Task objective: Scan the entries below for the word "shift". Copy out every line in which it occurs.

Dataset entries:
- Opening Delimiter -

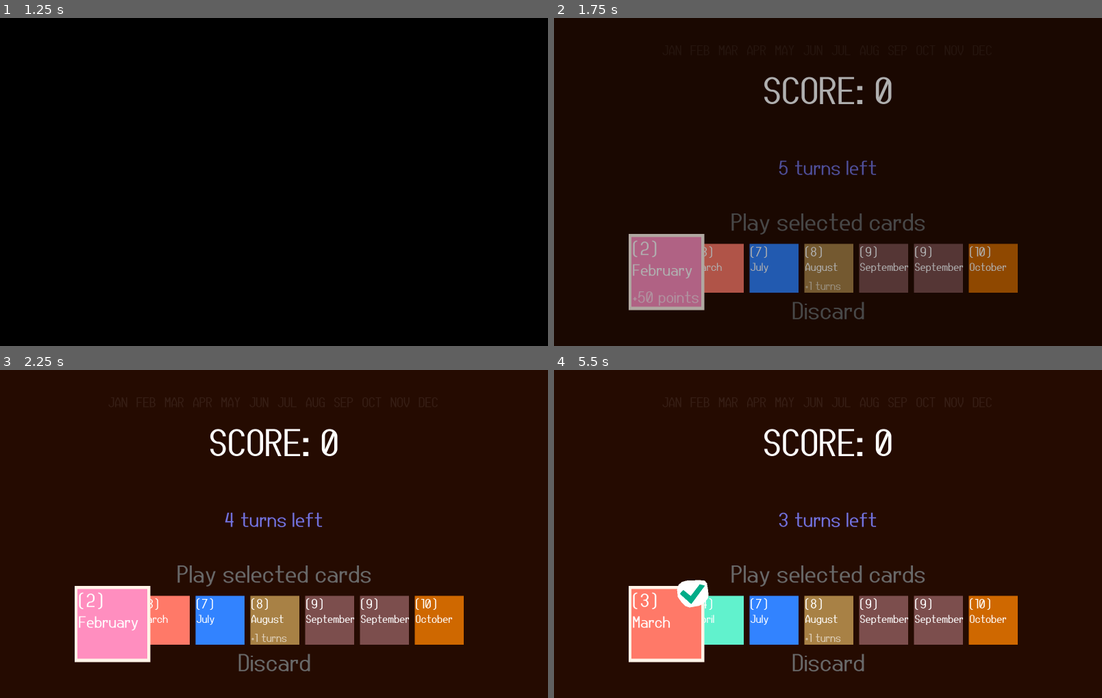
Above: before the commit, frames 1-4 (two rows, left to right).
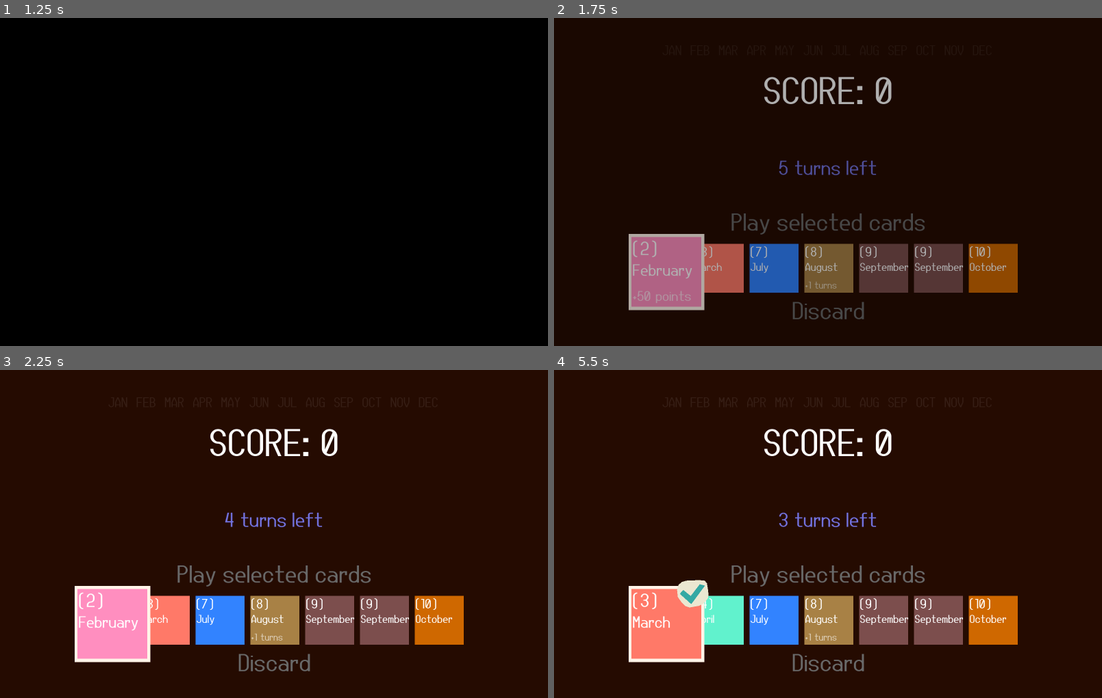
Above: after the commit, the same moments.

Repository: markeryjane/seeker
Game: Godot game, scene res://scenes/title_screen.tscn
Same seed, same stepped clock (60 frames per second), same inputs: the game is played once before the commit and once after it.
Inputs:
- Up to frame 1 (1.25 s): tap Space at 0.5 s; hold Up (ui_up) from 0.53 s (still down); tap Z (discard) at 0.6 s; tap Enter (ui_accept) at 0.77, 0.8, 1.07 s
- Up to frame 2 (1.75 s): keep holding Up (ui_up); tap Enter (ui_accept) at 1.35, 1.52 s; tap Z (discard) at 1.55 s
- Up to frame 3 (2.25 s): tap Enter (ui_accept) at 1.82 s; release Up (ui_up) at 2.03 s; hold Left (ui_left) from 2.03 s (still down); tap Z (discard) at 2.1 s
- Up to frame 4 (5.5 s): tap Enter (ui_accept) at 2.3, 3.02, 3.32, 3.77, 3.8, 4.07, 4.25, 4.35, 4.52, 4.82, 5, 5.3 s; tap X (play_hand) at 2.85 s; tap Z (discard) at 3.05, 3.6, 4.55, 5.1 s; release Left (ui_left) at 3.53 s; hold Down (ui_down) 3.53-4.28 s; hold Right (ui_right) 4.28-5.03 s; hold Up (ui_up) from 5.03 s (still down)

Frame 1 is identical in both runs. In frame 2, 0.2% of the frame differs, in the area x 14-53%, y 80-88%; in frame 3, less than 0.1%; in frame 4, 0.5%, in the area x 22-53%, y 64-83%.

Commit message:
+1 turn now only gives 1 turn, and +3 turns doesnt exist anymore

Diff:
--- a/card_base.tscn
+++ b/card_base.tscn
@@ -187,16 +187,16 @@
 layout_mode = 2
 theme_override_colors/font_color = Color(1, 1, 1, 0.627451)
 theme_override_fonts/font = ExtResource("2_8n5eh")
-theme_override_font_sizes/font_size = 59
-text = "+2"
+theme_override_font_sizes/font_size = 52
+text = "+100"
 
 [node name="EffectLabelType" type="Label" parent="VBoxContainer/EffectText"]
 unique_name_in_owner = true
 layout_mode = 2
 theme_override_colors/font_color = Color(1, 1, 1, 0.627451)
 theme_override_fonts/font = ExtResource("2_8n5eh")
-theme_override_font_sizes/font_size = 59
-text = "turns"
+theme_override_font_sizes/font_size = 52
+text = "points"
 
 [node name="AnimationPlayer" type="AnimationPlayer" parent="."]
 libraries = {
@@ -208,11 +208,12 @@
 script = ExtResource("3_jt4sv")
 
 [node name="Polygon2D" type="Polygon2D" parent="SelectedIcon"]
+color = Color(0.924938, 0.909383, 0.822607, 1)
 polygon = PackedVector2Array(96, -107, 80, -102, 68, -91, 63, -73, 66, -47, 80, -27, 94, -14, 109, -9, 143, -15, 157, -22, 166, -30, 176, -43, 178, -56, 176, -75, 172, -98, 164, -107, 144, -109, 118, -108)
 
 [node name="SelectedIconPolygon" type="Polygon2D" parent="SelectedIcon"]
 position = Vector2(102, 56)
-color = Color(1.63645e-06, 0.677877, 0.534922, 1)
+color = Color(0.205166, 0.665432, 0.644282, 1)
 polygon = PackedVector2Array(-29, -115, 13, -77, 63, -145, 44, -150, 11, -107, -16, -129)
 
 [node name="SelectedAnimationPlayer" type="AnimationPlayer" parent="SelectedIcon"]
--- a/scenes/main_scene.gd
+++ b/scenes/main_scene.gd
@@ -18,6 +18,7 @@
 @onready var year_ui: Control = %YearUI
 @onready var turns_left_container: CenterContainer = %TurnsLeftContainer
 @onready var turns_left_value_label: Label = %TurnsLeftValueLabel
+@onready var play_discard_center_container: CenterContainer = %PlayDiscardCenterContainer
 
 @onready var move_cursor_sfx: AudioStreamPlayer = %MoveCursorSfx
 @onready var select_card_sfx: AudioStreamPlayer = %SelectCardSfx
@@ -64,14 +65,14 @@
 			if _type != 0:
 				#var _positive = randi_range(0,3)
 				var amount = 0
-				amount = randi_range(1,3)
+				amount = randi_range(1,2)
 				#if _positive == 0:
 					#amount = randi_range(-1,-2)
 				#else:
 					#amount = randi_range(1,2)
 
 				if _type == 2: #points
-					amount *= 25
+					amount *= 50
 
 				card_instance.effect_amount = amount
 			deck.append(card_instance)
@@ -98,6 +99,7 @@
 	if game_is_over: return
 
 	remove_child(hand_node)
+	remove_child(play_discard_center_container)
 
 	game_is_over = true
 
@@ -306,7 +308,7 @@
 			if card.card_effect == 2: #add points
 				_points_to_add += card.effect_amount
 			elif card.card_effect == 1: #add turns
-				turns_left += card.effect_amount + 1 #give an extra cos we're using a turn
+				turns_left += card.effect_amount
 
 				var _inst = EXTRA_TURN_INDICATOR.instantiate()
 				_inst.position = Vector2(990,655)
--- a/scenes/main_scene.tscn
+++ b/scenes/main_scene.tscn
@@ -66,6 +66,7 @@
 position = Vector2(756, 178)
 
 [node name="PlayDiscardCenterContainer" type="CenterContainer" parent="."]
+unique_name_in_owner = true
 offset_top = 586.0
 offset_right = 2003.0
 offset_bottom = 1228.0
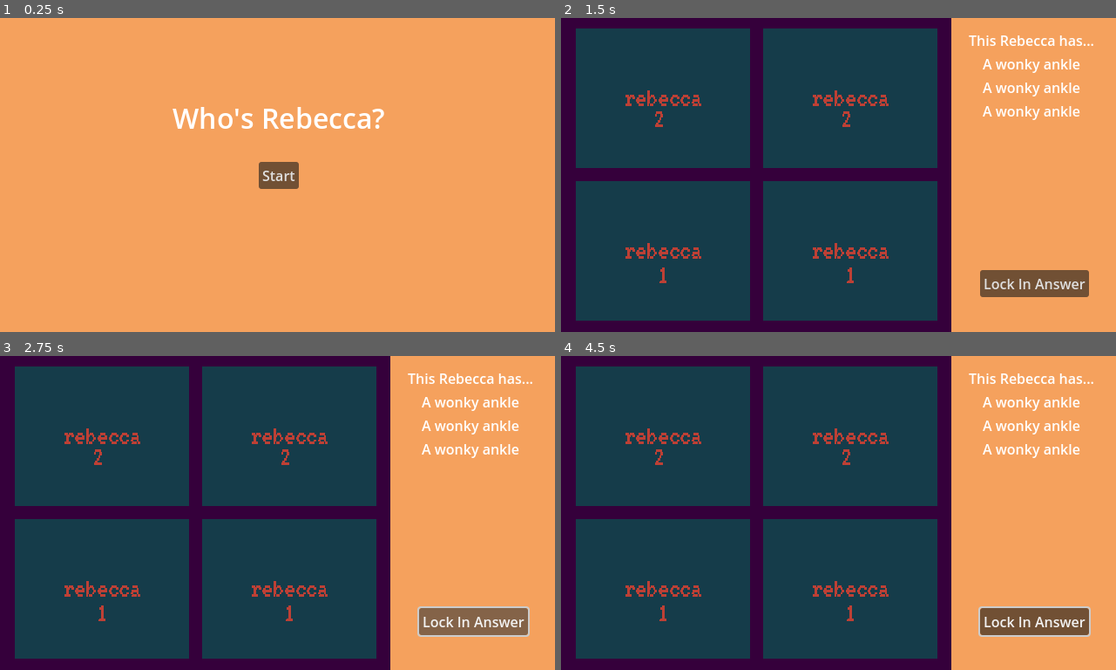
Above: before the commit, frames 1-4 (two rows, left to right).
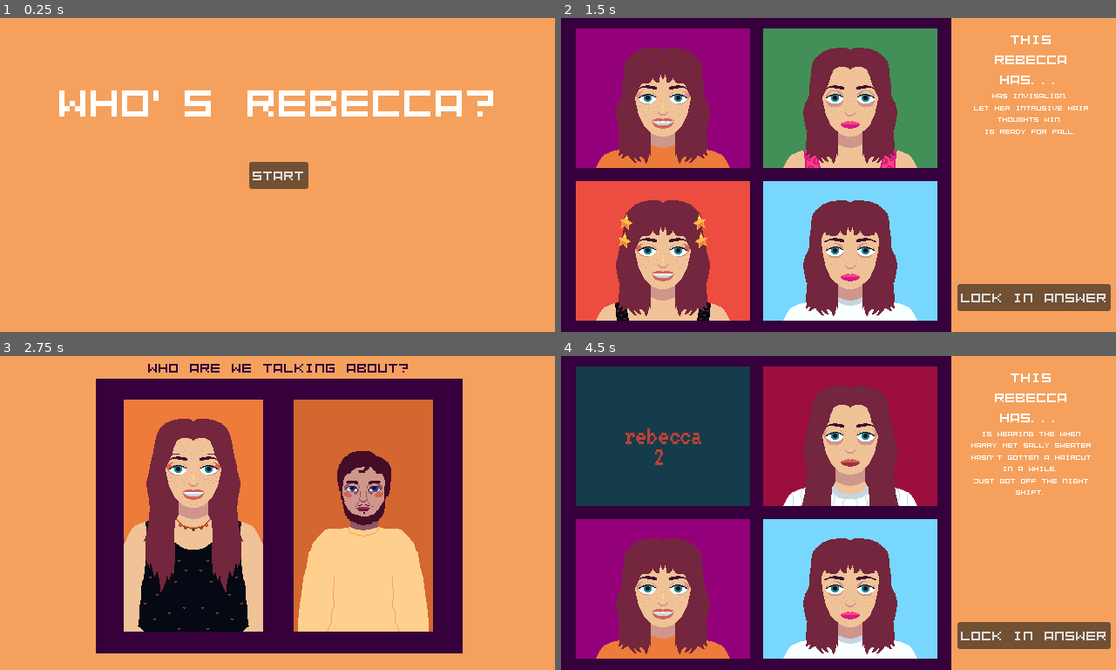
Above: after the commit, the same moments.

Repository: jadicodes/whos-rebecca
Game: Godot game, scene res://main/main.tscn
Same seed, same stepped clock (60 frames per second), same inputs: the game is played once before the commit and once after it.
Inputs (mouse positions are in pixels of both pictures, inside the frame that each line leads up to):
- Up to frame 1 (0.25 s): no input
- Up to frame 2 (1.5 s): click "Start" at 0.5 s; click (755, 178) at 1.25 s
- Up to frame 3 (2.75 s): click "Lock In Answer" at 2 s
- Up to frame 4 (4.5 s): click (921, 516) at 2.77 s; click "Lock In Answer" at 3.5 s; click (755, 516) at 4.27 s

The runs differ from the first frame. In frame 1, 4.0% of the frame differs, in the area x 10-89%, y 23-55%; in frame 2, 60%; in frame 3, 82%, in the area x 0-96%, y 0-100%; in frame 4, 46%.

Commit message:
Display the traits of correct Rebecca

Diff:
--- a/project/character_select/character_select.tscn
+++ b/project/character_select/character_select.tscn
@@ -21,13 +21,15 @@
 anchors_preset = 5
 anchor_left = 0.5
 anchor_right = 0.5
-offset_left = -102.5
-offset_top = 1.0
-offset_right = 102.5
-offset_bottom = 24.0
+offset_left = -320.0
+offset_top = 3.0
+offset_right = 320.0
+offset_bottom = 68.0
 grow_horizontal = 2
 theme_override_colors/font_color = Color(0.207843, 0, 0.231373, 1)
+theme_override_font_sizes/font_size = 16
 text = "Who are we talking about?"
+horizontal_alignment = 1
 
 [node name="Panel" type="Panel" parent="."]
 layout_mode = 1
--- a/project/game/game.gd
+++ b/project/game/game.gd
@@ -1,11 +1,9 @@
 extends Control
 
+signal answer_locked_in
 
 @export var _rebeccas: Array[CharacterBase]
 @onready var _portrait_grid = %PortraitGridContainer
-
-func set_text(text):
-	$Label.text = text
 
 
 func _choose_random_characters(character: String):
@@ -23,12 +21,23 @@
 		picked_characters.append(_rebeccas[n])
 
 	_create_portraits(picked_characters)
+	var correct_rebecca = picked_characters.pick_random()
+	_set_traits(correct_rebecca)
 
 
 func _create_portraits(array_of_characters):
 	var counter = 0
-	print(array_of_characters)
 	for child in _portrait_grid.get_children():
 		child.texture = array_of_characters[counter].get_portrait()
 		counter += 1
 	counter = 0
+
+
+func _set_traits(rebecca):
+	rebecca.traits.shuffle()
+	print(rebecca.traits[0], rebecca.traits[1], rebecca.traits[2])
+	$Textbox.set_traits(rebecca.traits[0], rebecca.traits[1], rebecca.traits[2])
+
+
+func _on_lock_in_button_pressed() -> void:
+	emit_signal("answer_locked_in")
--- a/project/game/game.tscn
+++ b/project/game/game.tscn
@@ -108,10 +108,12 @@
 anchor_top = 1.0
 anchor_right = 1.0
 anchor_bottom = 1.0
-offset_left = -159.0
-offset_top = -71.0
-offset_right = -34.0
-offset_bottom = -40.0
+offset_left = -185.0
+offset_top = -55.0
+offset_right = -9.0
+offset_bottom = -24.0
 grow_horizontal = 0
 grow_vertical = 0
 text = "Lock In Answer"
+
+[connection signal="pressed" from="LockInButton" to="." method="_on_lock_in_button_pressed"]
--- /dev/null
+++ b/project/game/textbox/textbox.gd
@@ -0,0 +1,7 @@
+extends Control
+
+
+func set_traits(trait1, trait2, trait3) -> void:
+	%Trait1.text = str(trait1)
+	%Trait2.text = str(trait2)
+	%Trait3.text = str(trait3)
--- a/project/game/textbox/textbox.tscn
+++ b/project/game/textbox/textbox.tscn
@@ -1,4 +1,6 @@
-[gd_scene format=3 uid="uid://c8rk85vfjbtj6"]
+[gd_scene load_steps=2 format=3 uid="uid://c8rk85vfjbtj6"]
+
+[ext_resource type="Script" path="res://game/textbox/textbox.gd" id="1_3v5rk"]
 
 [node name="Textbox" type="Control"]
 layout_mode = 3
@@ -7,6 +9,7 @@
 anchor_bottom = 1.0
 grow_horizontal = 2
 grow_vertical = 2
+script = ExtResource("1_3v5rk")
 
 [node name="VBoxContainer" type="VBoxContainer" parent="."]
 layout_mode = 0
@@ -21,22 +24,28 @@
 autowrap_mode = 3
 
 [node name="Trait1" type="Label" parent="VBoxContainer"]
+unique_name_in_owner = true
 custom_minimum_size = Vector2(100, 0)
 layout_mode = 2
+theme_override_font_sizes/font_size = 8
 text = "A wonky ankle"
 horizontal_alignment = 1
 autowrap_mode = 3
 
 [node name="Trait2" type="Label" parent="VBoxContainer"]
+unique_name_in_owner = true
 custom_minimum_size = Vector2(100, 0)
 layout_mode = 2
+theme_override_font_sizes/font_size = 8
 text = "A wonky ankle"
 horizontal_alignment = 1
 autowrap_mode = 3
 
 [node name="Trait3" type="Label" parent="VBoxContainer"]
+unique_name_in_owner = true
 custom_minimum_size = Vector2(100, 0)
 layout_mode = 2
+theme_override_font_sizes/font_size = 8
 text = "A wonky ankle"
 horizontal_alignment = 1
 autowrap_mode = 3
--- a/project/main/main.gd
+++ b/project/main/main.gd
@@ -30,3 +30,7 @@
 func _on_character_select_jared_selected() -> void:
 	_change_current_scene(game)
 	game._choose_random_characters("Jared")
+
+
+func _on_game_answer_locked_in() -> void:
+	_change_current_scene(character_select)
--- a/project/main/main.tscn
+++ b/project/main/main.tscn
@@ -24,5 +24,6 @@
 layout_mode = 1
 
 [connection signal="game_started" from="MainMenu" to="." method="_on_main_menu_game_started"]
+[connection signal="answer_locked_in" from="Game" to="." method="_on_game_answer_locked_in"]
 [connection signal="jared_selected" from="CharacterSelect" to="." method="_on_character_select_jared_selected"]
 [connection signal="rebecca_selected" from="CharacterSelect" to="." method="_on_character_select_rebecca_selected"]
--- a/project/main_menu/main_menu.tscn
+++ b/project/main_menu/main_menu.tscn
@@ -33,13 +33,13 @@
 anchor_top = 0.5
 anchor_right = 0.5
 anchor_bottom = 0.5
-offset_left = -122.0
-offset_top = -88.5
-offset_right = 122.0
-offset_bottom = -43.5
+offset_left = -252.0
+offset_top = -115.0
+offset_right = 252.0
+offset_bottom = -55.0
 grow_horizontal = 2
 grow_vertical = 2
-theme_override_font_sizes/font_size = 32
+theme_override_font_sizes/font_size = 48
 text = "Who's Rebecca?"
 
 [connection signal="pressed" from="StartButton" to="." method="_on_start_button_pressed"]
--- a/project/project.godot
+++ b/project/project.godot
@@ -22,6 +22,10 @@
 window/size/mode=2
 window/stretch/mode="viewport"
 
+[gui]
+
+theme/custom_font="res://Kenney Mini Square Mono.ttf"
+
 [rendering]
 
 textures/canvas_textures/default_texture_filter=0
--- a/project/resources/rebeccas/rebecca1.tres
+++ b/project/resources/rebeccas/rebecca1.tres
@@ -1,9 +1,9 @@
 [gd_resource type="Resource" script_class="CharacterBase" load_steps=3 format=3 uid="uid://ce80iqgri340c"]
 
-[ext_resource type="Texture2D" uid="uid://wn2yomsnsi5v" path="res://resources/rebeccas/phpr1.png" id="1_d22ed"]
 [ext_resource type="Script" path="res://resources/character.gd" id="1_g5ada"]
+[ext_resource type="Texture2D" uid="uid://oaifpxj7lsg" path="res://resources/rebeccas/rebecca_portrait_1.png" id="1_tvhy0"]
 
 [resource]
 script = ExtResource("1_g5ada")
-portrait = ExtResource("1_d22ed")
-traits = Array[String]([])
+portrait = ExtResource("1_tvhy0")
+traits = Array[String](["Wears the sweater from When Harry Met Sally.", "Gets a healthy amount of sleep.", "Let her intrusive thoughts win."])
--- a/project/resources/rebeccas/rebecca2.tres
+++ b/project/resources/rebeccas/rebecca2.tres
@@ -1,9 +1,9 @@
 [gd_resource type="Resource" script_class="CharacterBase" load_steps=3 format=3 uid="uid://dp5855bkcd2cf"]
 
+[ext_resource type="Texture2D" uid="uid://m7aeq650wkmf" path="res://resources/rebeccas/rebecca_portrait_2.png" id="1_3w0bu"]
 [ext_resource type="Script" path="res://resources/character.gd" id="1_s3k8i"]
-[ext_resource type="Texture2D" uid="uid://7wfrsmungj5t" path="res://resources/rebeccas/phpr2.png" id="1_w45sc"]
 
 [resource]
 script = ExtResource("1_s3k8i")
-portrait = ExtResource("1_w45sc")
-traits = Array[String]([])
+portrait = ExtResource("1_3w0bu")
+traits = Array[String](["Worked a night shift recently.", "Has  not let her intrusive thoughts win.", "Is wearing a going out shirt."])
--- a/project/resources/rebeccas/rebecca3.tres
+++ b/project/resources/rebeccas/rebecca3.tres
@@ -1,9 +1,9 @@
 [gd_resource type="Resource" script_class="CharacterBase" load_steps=3 format=3 uid="uid://bwjse4abuokqq"]
 
 [ext_resource type="Script" path="res://resources/character.gd" id="1_bn8al"]
-[ext_resource type="Texture2D" uid="uid://wn2yomsnsi5v" path="res://resources/rebeccas/phpr1.png" id="1_yb7oq"]
+[ext_resource type="Texture2D" uid="uid://baq6sqpldyflt" path="res://resources/rebeccas/rebecca_portrait_3.png" id="1_i0ly0"]
 
 [resource]
 script = ExtResource("1_bn8al")
-portrait = ExtResource("1_yb7oq")
-traits = Array[String]([])
+portrait = ExtResource("1_i0ly0")
+traits = Array[String](["Is having fun at a concert.", "Is fine with her crooked teeth.", "Let her friend do her makeup."])
--- a/project/resources/rebeccas/rebecca4.tres
+++ b/project/resources/rebeccas/rebecca4.tres
@@ -1,9 +1,9 @@
 [gd_resource type="Resource" script_class="CharacterBase" load_steps=3 format=3 uid="uid://dt4bjx1s5u0ow"]
 
-[ext_resource type="Texture2D" uid="uid://7wfrsmungj5t" path="res://resources/rebeccas/phpr2.png" id="1_r0vxu"]
+[ext_resource type="Texture2D" uid="uid://bby872lvosedo" path="res://resources/rebeccas/rebecca_portrait_4.png" id="1_q4wst"]
 [ext_resource type="Script" path="res://resources/character.gd" id="1_udl3q"]
 
 [resource]
 script = ExtResource("1_udl3q")
-portrait = ExtResource("1_r0vxu")
-traits = Array[String]([])
+portrait = ExtResource("1_q4wst")
+traits = Array[String](["Let her intrusive hair thoughts win.", "Has Invisalign.", "Is ready for fall."])
--- a/project/resources/rebeccas/rebecca5.tres
+++ b/project/resources/rebeccas/rebecca5.tres
@@ -1,9 +1,9 @@
 [gd_resource type="Resource" script_class="CharacterBase" load_steps=3 format=3 uid="uid://bcii5ahpsgjgj"]
 
 [ext_resource type="Script" path="res://resources/character.gd" id="1_cad1u"]
-[ext_resource type="Texture2D" uid="uid://wn2yomsnsi5v" path="res://resources/rebeccas/phpr1.png" id="1_w6i4h"]
+[ext_resource type="Texture2D" uid="uid://b4b1homlhbm7m" path="res://resources/rebeccas/rebecca_portrait_5.png" id="1_qhctw"]
 
 [resource]
 script = ExtResource("1_cad1u")
-portrait = ExtResource("1_w6i4h")
-traits = Array[String]([])
+portrait = ExtResource("1_qhctw")
+traits = Array[String](["Is having fun at a concert.", "Let her friend do her makeup.", "Can still make the whole place shimmer."])
--- a/project/resources/rebeccas/rebecca6.tres
+++ b/project/resources/rebeccas/rebecca6.tres
@@ -1,9 +1,9 @@
 [gd_resource type="Resource" script_class="CharacterBase" load_steps=3 format=3 uid="uid://dwjn0lfu1y0dp"]
 
 [ext_resource type="Script" path="res://resources/character.gd" id="1_a6i0m"]
-[ext_resource type="Texture2D" uid="uid://7wfrsmungj5t" path="res://resources/rebeccas/phpr2.png" id="1_i77f3"]
+[ext_resource type="Texture2D" uid="uid://tcrbxeaiite2" path="res://resources/rebeccas/rebecca_portrait_6.png" id="1_vdfyx"]
 
 [resource]
 script = ExtResource("1_a6i0m")
-portrait = ExtResource("1_i77f3")
-traits = Array[String]([])
+portrait = ExtResource("1_vdfyx")
+traits = Array[String](["Is having fun at a concert.", "Has gotten a lot of sun.", "Makes the whole place shimmer."])
--- a/project/resources/rebeccas/rebecca7.tres
+++ b/project/resources/rebeccas/rebecca7.tres
@@ -1,9 +1,9 @@
 [gd_resource type="Resource" script_class="CharacterBase" load_steps=3 format=3 uid="uid://c01j3dpba64f3"]
 
+[ext_resource type="Texture2D" uid="uid://cowh7gja5niqo" path="res://resources/rebeccas/rebecca_portrait_7.png" id="1_6qdpt"]
 [ext_resource type="Script" path="res://resources/character.gd" id="1_57c8o"]
-[ext_resource type="Texture2D" uid="uid://wn2yomsnsi5v" path="res://resources/rebeccas/phpr1.png" id="1_n8swd"]
 
 [resource]
 script = ExtResource("1_57c8o")
-portrait = ExtResource("1_n8swd")
-traits = Array[String]([])
+portrait = ExtResource("1_6qdpt")
+traits = Array[String](["Just got off the night shift.", "Is wearing the When Harry Met Sally sweater", "Hasn't gotten a haircut in a while."])
--- a/project/resources/rebeccas/rebecca8.tres
+++ b/project/resources/rebeccas/rebecca8.tres
@@ -6,4 +6,4 @@
 [resource]
 script = ExtResource("1_23buu")
 portrait = ExtResource("1_3bqp7")
-traits = Array[String]([])
+traits = Array[String](["placeholder", "okacehad", "jkhdakjsdhksajda"])
Binary file added: project/Kenney Mini Square Mono.ttf
Not shown, added: project/Kenney Mini Square Mono.ttf.import
Binary file changed: project/character_select/rebecca.png
Binary file added: project/resources/rebeccas/rebecca_portrait_1.png
Not shown, added: project/resources/rebeccas/rebecca_portrait_1.png.import
Binary file added: project/resources/rebeccas/rebecca_portrait_2.png
Not shown, added: project/resources/rebeccas/rebecca_portrait_2.png.import
Binary file added: project/resources/rebeccas/rebecca_portrait_3.png
Not shown, added: project/resources/rebeccas/rebecca_portrait_3.png.import
Binary file added: project/resources/rebeccas/rebecca_portrait_4.png
Not shown, added: project/resources/rebeccas/rebecca_portrait_4.png.import
Binary file added: project/resources/rebeccas/rebecca_portrait_5.png
(and 5 more such lines)

- Closing Delimiter -

Problem solution:
+traits = Array[String](["Worked a night shift recently.", "Has  not let her intrusive thoughts win.", "Is wearing a going out shirt."])
+traits = Array[String](["Just got off the night shift.", "Is wearing the When Harry Met Sally sweater", "Hasn't gotten a haircut in a while."])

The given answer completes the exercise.